[[ Source records open ]]

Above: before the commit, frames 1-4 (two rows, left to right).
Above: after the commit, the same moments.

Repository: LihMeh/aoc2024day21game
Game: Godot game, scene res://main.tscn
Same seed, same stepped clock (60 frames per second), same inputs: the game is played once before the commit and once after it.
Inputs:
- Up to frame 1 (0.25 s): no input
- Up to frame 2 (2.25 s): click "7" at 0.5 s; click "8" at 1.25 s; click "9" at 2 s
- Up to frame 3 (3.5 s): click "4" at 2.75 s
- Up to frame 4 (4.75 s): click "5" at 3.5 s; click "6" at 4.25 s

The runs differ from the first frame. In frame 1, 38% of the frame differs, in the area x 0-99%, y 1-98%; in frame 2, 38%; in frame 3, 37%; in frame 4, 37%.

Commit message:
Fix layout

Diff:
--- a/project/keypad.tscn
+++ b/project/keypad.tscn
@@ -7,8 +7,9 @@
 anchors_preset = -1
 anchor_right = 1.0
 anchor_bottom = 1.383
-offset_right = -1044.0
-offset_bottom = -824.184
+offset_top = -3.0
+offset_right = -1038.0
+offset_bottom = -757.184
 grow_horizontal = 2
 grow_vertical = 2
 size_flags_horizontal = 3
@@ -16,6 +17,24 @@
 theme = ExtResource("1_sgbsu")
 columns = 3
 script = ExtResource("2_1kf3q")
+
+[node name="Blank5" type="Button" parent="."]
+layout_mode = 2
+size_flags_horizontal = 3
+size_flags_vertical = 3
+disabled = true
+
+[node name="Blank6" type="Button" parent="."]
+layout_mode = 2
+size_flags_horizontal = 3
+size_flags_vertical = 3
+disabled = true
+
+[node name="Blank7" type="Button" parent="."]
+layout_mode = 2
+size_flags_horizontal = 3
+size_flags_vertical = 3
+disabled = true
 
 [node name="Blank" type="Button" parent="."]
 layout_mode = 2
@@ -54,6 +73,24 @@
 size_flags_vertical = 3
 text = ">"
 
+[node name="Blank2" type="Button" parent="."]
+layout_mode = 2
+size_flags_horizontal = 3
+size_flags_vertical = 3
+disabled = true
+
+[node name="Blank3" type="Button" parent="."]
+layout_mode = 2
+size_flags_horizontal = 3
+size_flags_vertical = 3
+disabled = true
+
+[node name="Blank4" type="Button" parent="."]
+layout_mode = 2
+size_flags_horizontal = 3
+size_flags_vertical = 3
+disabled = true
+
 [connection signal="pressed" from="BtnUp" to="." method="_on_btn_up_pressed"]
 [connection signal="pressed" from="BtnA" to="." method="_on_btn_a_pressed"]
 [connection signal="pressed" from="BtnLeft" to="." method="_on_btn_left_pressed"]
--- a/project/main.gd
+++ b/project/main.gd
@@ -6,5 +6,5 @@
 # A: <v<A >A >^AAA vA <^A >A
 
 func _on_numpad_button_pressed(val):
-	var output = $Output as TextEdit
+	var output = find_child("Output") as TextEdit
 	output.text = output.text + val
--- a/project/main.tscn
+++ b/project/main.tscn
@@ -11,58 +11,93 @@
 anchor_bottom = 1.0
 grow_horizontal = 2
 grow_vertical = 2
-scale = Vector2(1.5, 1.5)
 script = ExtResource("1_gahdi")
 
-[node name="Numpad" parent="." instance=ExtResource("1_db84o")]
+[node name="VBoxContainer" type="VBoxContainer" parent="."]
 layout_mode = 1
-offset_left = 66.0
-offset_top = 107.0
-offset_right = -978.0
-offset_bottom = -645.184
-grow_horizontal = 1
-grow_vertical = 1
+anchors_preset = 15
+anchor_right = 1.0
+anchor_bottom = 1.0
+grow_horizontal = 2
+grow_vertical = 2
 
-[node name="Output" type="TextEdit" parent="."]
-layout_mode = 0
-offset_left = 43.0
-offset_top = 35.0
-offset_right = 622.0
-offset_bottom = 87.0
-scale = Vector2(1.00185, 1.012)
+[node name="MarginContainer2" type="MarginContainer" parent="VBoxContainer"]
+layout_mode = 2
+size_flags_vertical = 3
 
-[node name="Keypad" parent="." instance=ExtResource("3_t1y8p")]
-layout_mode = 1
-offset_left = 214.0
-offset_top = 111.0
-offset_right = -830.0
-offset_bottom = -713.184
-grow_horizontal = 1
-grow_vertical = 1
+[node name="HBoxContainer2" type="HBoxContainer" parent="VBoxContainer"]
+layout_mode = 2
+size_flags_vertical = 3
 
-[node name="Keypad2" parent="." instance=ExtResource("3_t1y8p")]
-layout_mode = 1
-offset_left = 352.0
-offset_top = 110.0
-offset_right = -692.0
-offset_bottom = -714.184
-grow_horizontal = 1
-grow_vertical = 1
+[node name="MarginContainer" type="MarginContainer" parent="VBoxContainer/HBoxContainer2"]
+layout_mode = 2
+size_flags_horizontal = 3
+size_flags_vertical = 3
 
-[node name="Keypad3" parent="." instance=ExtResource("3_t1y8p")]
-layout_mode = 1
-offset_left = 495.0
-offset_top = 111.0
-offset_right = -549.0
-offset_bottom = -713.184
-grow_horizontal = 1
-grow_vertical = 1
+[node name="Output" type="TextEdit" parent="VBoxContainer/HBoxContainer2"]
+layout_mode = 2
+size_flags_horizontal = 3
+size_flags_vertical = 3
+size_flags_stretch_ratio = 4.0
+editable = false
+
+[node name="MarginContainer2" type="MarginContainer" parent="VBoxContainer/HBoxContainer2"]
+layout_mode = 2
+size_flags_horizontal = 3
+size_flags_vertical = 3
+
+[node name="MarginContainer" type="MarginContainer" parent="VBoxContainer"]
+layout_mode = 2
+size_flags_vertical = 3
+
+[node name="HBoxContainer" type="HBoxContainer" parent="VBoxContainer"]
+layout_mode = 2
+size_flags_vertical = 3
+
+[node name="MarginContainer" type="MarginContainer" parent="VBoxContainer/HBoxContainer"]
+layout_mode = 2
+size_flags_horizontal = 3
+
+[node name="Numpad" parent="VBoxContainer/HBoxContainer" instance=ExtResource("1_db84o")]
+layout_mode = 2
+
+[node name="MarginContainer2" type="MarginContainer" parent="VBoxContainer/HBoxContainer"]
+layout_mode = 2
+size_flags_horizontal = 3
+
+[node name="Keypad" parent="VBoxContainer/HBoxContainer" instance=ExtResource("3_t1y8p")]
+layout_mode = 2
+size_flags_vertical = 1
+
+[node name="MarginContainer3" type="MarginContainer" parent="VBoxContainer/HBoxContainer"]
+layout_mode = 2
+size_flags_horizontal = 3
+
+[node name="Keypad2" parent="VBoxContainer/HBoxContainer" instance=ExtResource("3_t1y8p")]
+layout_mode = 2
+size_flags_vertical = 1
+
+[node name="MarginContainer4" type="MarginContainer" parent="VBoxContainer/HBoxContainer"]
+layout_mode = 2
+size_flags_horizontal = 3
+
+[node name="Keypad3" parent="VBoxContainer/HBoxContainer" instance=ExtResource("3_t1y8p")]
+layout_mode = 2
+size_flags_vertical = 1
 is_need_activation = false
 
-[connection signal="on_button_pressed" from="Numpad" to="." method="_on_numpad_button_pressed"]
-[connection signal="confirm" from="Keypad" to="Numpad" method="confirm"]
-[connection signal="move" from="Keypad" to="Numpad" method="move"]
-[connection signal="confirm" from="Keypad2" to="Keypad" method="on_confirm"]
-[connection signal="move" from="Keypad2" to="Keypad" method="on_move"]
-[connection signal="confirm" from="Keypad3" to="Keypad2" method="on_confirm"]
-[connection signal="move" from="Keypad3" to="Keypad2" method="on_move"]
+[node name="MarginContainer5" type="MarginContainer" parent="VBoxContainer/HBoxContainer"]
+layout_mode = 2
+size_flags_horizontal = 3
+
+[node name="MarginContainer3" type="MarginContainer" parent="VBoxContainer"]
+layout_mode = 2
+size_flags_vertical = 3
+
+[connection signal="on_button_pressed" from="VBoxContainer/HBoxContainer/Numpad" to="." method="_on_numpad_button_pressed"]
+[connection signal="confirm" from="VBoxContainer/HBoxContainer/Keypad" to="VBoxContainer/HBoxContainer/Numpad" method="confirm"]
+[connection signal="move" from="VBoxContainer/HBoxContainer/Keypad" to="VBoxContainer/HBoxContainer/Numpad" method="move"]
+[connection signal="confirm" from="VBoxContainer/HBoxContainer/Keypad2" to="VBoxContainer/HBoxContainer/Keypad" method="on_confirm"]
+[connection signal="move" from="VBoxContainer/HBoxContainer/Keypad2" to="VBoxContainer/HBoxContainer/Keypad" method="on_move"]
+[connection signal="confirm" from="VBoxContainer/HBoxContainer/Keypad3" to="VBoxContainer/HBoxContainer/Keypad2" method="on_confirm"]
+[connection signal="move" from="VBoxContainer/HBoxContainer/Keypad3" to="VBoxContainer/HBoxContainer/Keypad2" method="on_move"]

[[ Source records closed ]]

-- Task objective --
Only the lines above from the line with "- Up to frame 1 (0.25 s): no input" to the line with "-16,6 +17,24 @@", those two lines included, should be reproduced exactly.

-- Result for this exercise --
- Up to frame 1 (0.25 s): no input
- Up to frame 2 (2.25 s): click "7" at 0.5 s; click "8" at 1.25 s; click "9" at 2 s
- Up to frame 3 (3.5 s): click "4" at 2.75 s
- Up to frame 4 (4.75 s): click "5" at 3.5 s; click "6" at 4.25 s

The runs differ from the first frame. In frame 1, 38% of the frame differs, in the area x 0-99%, y 1-98%; in frame 2, 38%; in frame 3, 37%; in frame 4, 37%.

Commit message:
Fix layout

Diff:
--- a/project/keypad.tscn
+++ b/project/keypad.tscn
@@ -7,8 +7,9 @@
 anchors_preset = -1
 anchor_right = 1.0
 anchor_bottom = 1.383
-offset_right = -1044.0
-offset_bottom = -824.184
+offset_top = -3.0
+offset_right = -1038.0
+offset_bottom = -757.184
 grow_horizontal = 2
 grow_vertical = 2
 size_flags_horizontal = 3
@@ -16,6 +17,24 @@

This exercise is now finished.